WHAT YOU WILL DO: Give back exactly the stretch of data below from the line holding "Above: before the" through the line holding "-7,9 +7,25 @@", both ends included, and leave the remaining lines out.

[Records from a collection]

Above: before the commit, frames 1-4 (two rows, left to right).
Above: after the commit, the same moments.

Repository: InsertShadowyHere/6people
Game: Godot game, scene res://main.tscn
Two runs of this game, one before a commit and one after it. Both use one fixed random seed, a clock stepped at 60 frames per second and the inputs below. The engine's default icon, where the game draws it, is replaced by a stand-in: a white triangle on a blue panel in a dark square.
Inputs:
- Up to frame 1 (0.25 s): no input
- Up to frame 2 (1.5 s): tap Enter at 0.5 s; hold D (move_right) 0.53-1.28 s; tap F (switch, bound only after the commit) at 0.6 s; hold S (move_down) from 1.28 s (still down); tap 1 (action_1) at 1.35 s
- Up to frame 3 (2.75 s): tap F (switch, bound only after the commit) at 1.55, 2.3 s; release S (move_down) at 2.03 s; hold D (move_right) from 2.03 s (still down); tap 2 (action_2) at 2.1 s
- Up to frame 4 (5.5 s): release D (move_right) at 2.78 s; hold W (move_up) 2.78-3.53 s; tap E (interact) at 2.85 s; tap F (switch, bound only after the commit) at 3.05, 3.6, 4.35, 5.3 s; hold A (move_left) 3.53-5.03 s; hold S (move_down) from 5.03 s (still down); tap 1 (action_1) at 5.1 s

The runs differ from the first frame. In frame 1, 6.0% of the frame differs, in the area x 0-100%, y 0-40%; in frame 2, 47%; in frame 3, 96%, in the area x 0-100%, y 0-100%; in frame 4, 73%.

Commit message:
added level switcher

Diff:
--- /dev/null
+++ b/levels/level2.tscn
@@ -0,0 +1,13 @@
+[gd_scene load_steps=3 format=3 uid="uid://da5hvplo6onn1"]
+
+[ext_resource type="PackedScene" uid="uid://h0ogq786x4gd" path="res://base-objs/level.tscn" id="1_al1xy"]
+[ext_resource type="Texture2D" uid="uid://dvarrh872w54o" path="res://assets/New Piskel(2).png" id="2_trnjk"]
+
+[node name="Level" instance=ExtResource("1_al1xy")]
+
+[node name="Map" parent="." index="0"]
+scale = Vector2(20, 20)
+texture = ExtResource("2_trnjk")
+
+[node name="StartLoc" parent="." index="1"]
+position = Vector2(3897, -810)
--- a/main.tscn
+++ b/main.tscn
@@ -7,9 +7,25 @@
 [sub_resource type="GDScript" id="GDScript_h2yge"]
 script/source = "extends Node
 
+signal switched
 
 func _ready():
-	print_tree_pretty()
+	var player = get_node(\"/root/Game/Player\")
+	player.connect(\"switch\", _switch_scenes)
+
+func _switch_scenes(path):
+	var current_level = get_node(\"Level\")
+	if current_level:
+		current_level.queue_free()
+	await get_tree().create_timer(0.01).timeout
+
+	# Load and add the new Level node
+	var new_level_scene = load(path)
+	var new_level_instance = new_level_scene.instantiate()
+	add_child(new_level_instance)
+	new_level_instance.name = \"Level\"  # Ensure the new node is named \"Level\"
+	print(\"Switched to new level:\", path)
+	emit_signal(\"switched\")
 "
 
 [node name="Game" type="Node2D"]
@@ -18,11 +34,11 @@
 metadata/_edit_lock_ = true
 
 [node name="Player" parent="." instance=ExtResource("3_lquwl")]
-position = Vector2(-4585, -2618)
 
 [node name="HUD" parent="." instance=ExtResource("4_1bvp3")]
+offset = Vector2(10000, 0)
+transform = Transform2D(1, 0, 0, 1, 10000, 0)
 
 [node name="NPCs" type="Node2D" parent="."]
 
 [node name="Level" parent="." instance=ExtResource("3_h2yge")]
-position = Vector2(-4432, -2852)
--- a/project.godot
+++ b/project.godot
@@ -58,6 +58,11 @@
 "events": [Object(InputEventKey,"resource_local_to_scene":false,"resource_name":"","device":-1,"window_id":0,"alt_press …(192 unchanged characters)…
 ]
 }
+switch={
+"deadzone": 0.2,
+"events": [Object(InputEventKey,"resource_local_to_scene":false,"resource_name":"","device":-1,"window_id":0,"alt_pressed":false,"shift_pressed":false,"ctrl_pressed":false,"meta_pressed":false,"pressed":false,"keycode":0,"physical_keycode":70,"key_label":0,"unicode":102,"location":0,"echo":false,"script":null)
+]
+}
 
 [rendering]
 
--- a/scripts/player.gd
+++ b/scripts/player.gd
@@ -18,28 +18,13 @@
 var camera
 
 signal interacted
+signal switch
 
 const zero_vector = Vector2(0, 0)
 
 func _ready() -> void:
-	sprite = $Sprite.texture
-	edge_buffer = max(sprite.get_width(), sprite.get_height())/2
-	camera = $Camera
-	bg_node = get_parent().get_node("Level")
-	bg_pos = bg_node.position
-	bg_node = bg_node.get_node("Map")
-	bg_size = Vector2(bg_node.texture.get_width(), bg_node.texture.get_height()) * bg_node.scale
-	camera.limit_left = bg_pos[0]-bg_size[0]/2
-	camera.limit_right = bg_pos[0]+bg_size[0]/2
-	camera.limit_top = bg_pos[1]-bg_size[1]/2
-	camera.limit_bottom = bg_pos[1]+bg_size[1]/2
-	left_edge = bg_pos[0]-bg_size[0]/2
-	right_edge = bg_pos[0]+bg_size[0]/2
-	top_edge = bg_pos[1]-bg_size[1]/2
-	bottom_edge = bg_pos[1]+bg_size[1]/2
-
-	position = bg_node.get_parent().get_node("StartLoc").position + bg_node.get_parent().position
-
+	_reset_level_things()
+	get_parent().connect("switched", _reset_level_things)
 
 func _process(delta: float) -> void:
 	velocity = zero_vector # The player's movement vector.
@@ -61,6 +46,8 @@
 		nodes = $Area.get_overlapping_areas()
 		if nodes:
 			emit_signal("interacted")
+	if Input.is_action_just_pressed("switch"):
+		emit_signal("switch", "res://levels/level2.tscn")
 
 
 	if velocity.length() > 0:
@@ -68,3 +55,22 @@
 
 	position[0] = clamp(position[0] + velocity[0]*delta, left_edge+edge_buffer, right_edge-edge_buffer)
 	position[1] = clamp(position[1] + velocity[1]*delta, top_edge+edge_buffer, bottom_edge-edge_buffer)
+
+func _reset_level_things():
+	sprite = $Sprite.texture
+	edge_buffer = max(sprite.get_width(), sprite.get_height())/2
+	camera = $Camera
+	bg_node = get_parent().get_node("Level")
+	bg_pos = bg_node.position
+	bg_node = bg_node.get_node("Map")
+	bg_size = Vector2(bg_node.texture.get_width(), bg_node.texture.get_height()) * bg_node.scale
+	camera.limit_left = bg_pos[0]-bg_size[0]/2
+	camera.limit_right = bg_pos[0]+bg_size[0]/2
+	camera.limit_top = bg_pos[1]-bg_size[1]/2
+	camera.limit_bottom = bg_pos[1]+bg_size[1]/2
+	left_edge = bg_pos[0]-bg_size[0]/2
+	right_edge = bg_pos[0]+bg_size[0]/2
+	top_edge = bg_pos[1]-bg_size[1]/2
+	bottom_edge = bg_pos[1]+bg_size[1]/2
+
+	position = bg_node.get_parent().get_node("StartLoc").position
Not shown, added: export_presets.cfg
---
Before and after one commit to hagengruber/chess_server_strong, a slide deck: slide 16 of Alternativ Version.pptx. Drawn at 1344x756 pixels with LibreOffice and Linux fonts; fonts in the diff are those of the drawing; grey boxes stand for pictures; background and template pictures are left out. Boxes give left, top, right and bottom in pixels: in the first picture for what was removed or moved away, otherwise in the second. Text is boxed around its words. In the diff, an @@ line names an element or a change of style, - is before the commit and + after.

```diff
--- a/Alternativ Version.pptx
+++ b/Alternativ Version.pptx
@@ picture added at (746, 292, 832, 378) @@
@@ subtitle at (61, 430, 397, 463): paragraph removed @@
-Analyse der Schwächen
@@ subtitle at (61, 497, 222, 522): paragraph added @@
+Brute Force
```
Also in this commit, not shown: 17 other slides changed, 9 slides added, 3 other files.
==
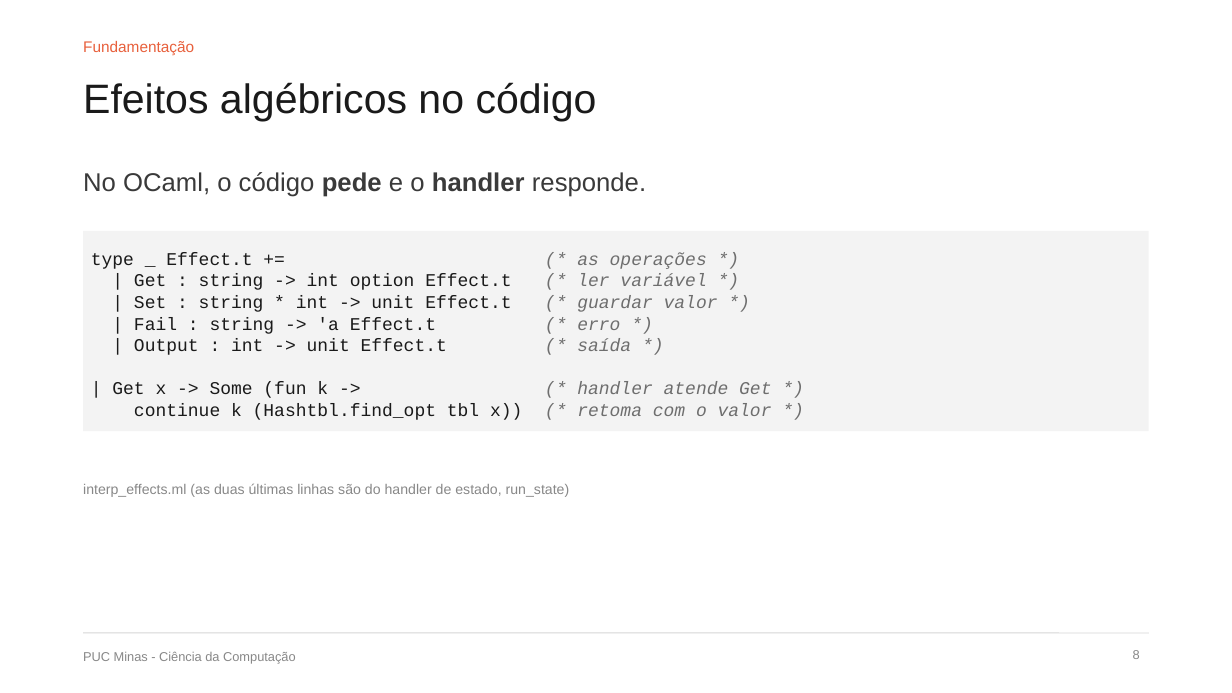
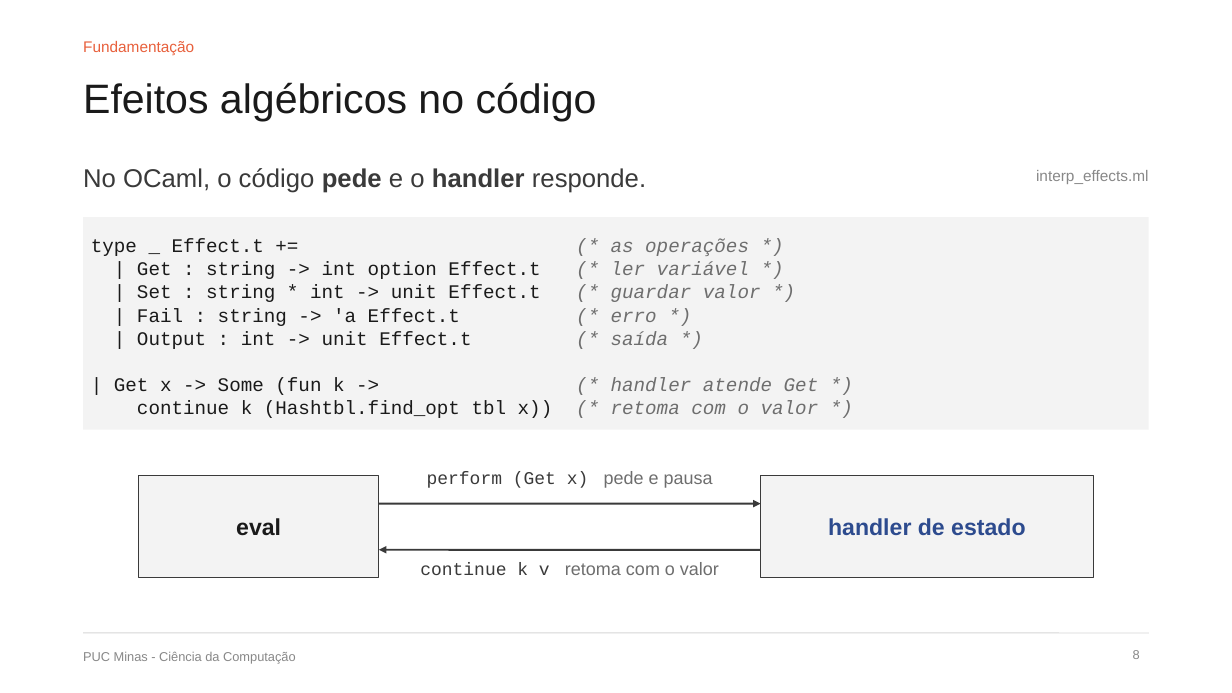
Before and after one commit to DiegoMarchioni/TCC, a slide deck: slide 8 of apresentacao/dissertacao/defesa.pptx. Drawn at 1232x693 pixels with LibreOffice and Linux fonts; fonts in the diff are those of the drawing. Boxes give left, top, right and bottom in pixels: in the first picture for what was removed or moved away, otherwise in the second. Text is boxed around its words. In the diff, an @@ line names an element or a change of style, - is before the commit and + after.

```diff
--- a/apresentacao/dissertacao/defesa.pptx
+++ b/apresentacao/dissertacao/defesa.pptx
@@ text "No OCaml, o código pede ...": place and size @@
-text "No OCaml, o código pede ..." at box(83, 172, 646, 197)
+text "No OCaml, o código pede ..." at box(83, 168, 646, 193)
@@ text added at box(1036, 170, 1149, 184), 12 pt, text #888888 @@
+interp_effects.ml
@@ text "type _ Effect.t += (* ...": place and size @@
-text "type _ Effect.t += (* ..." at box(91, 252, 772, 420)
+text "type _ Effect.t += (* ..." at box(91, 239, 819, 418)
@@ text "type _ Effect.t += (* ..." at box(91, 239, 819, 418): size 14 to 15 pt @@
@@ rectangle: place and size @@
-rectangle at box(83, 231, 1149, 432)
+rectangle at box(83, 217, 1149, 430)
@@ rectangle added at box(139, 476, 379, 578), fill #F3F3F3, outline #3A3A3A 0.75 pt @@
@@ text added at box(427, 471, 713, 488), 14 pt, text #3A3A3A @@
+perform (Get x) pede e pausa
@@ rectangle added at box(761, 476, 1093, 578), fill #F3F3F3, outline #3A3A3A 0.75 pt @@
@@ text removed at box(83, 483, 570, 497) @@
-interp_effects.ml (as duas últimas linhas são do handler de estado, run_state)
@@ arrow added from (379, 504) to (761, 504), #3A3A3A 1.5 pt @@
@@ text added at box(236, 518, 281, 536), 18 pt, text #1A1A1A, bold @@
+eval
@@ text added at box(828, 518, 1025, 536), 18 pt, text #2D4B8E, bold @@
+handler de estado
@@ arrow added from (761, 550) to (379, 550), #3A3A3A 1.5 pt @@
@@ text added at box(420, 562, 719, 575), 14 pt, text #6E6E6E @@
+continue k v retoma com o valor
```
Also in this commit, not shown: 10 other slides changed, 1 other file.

RESULT FOR THIS EXERCISE:
Above: before the commit, frames 1-4 (two rows, left to right).
Above: after the commit, the same moments.

Repository: InsertShadowyHere/6people
Game: Godot game, scene res://main.tscn
Two runs of this game, one before a commit and one after it. Both use one fixed random seed, a clock stepped at 60 frames per second and the inputs below. The engine's default icon, where the game draws it, is replaced by a stand-in: a white triangle on a blue panel in a dark square.
Inputs:
- Up to frame 1 (0.25 s): no input
- Up to frame 2 (1.5 s): tap Enter at 0.5 s; hold D (move_right) 0.53-1.28 s; tap F (switch, bound only after the commit) at 0.6 s; hold S (move_down) from 1.28 s (still down); tap 1 (action_1) at 1.35 s
- Up to frame 3 (2.75 s): tap F (switch, bound only after the commit) at 1.55, 2.3 s; release S (move_down) at 2.03 s; hold D (move_right) from 2.03 s (still down); tap 2 (action_2) at 2.1 s
- Up to frame 4 (5.5 s): release D (move_right) at 2.78 s; hold W (move_up) 2.78-3.53 s; tap E (interact) at 2.85 s; tap F (switch, bound only after the commit) at 3.05, 3.6, 4.35, 5.3 s; hold A (move_left) 3.53-5.03 s; hold S (move_down) from 5.03 s (still down); tap 1 (action_1) at 5.1 s

The runs differ from the first frame. In frame 1, 6.0% of the frame differs, in the area x 0-100%, y 0-40%; in frame 2, 47%; in frame 3, 96%, in the area x 0-100%, y 0-100%; in frame 4, 73%.

Commit message:
added level switcher

Diff:
--- /dev/null
+++ b/levels/level2.tscn
@@ -0,0 +1,13 @@
+[gd_scene load_steps=3 format=3 uid="uid://da5hvplo6onn1"]
+
+[ext_resource type="PackedScene" uid="uid://h0ogq786x4gd" path="res://base-objs/level.tscn" id="1_al1xy"]
+[ext_resource type="Texture2D" uid="uid://dvarrh872w54o" path="res://assets/New Piskel(2).png" id="2_trnjk"]
+
+[node name="Level" instance=ExtResource("1_al1xy")]
+
+[node name="Map" parent="." index="0"]
+scale = Vector2(20, 20)
+texture = ExtResource("2_trnjk")
+
+[node name="StartLoc" parent="." index="1"]
+position = Vector2(3897, -810)
--- a/main.tscn
+++ b/main.tscn
@@ -7,9 +7,25 @@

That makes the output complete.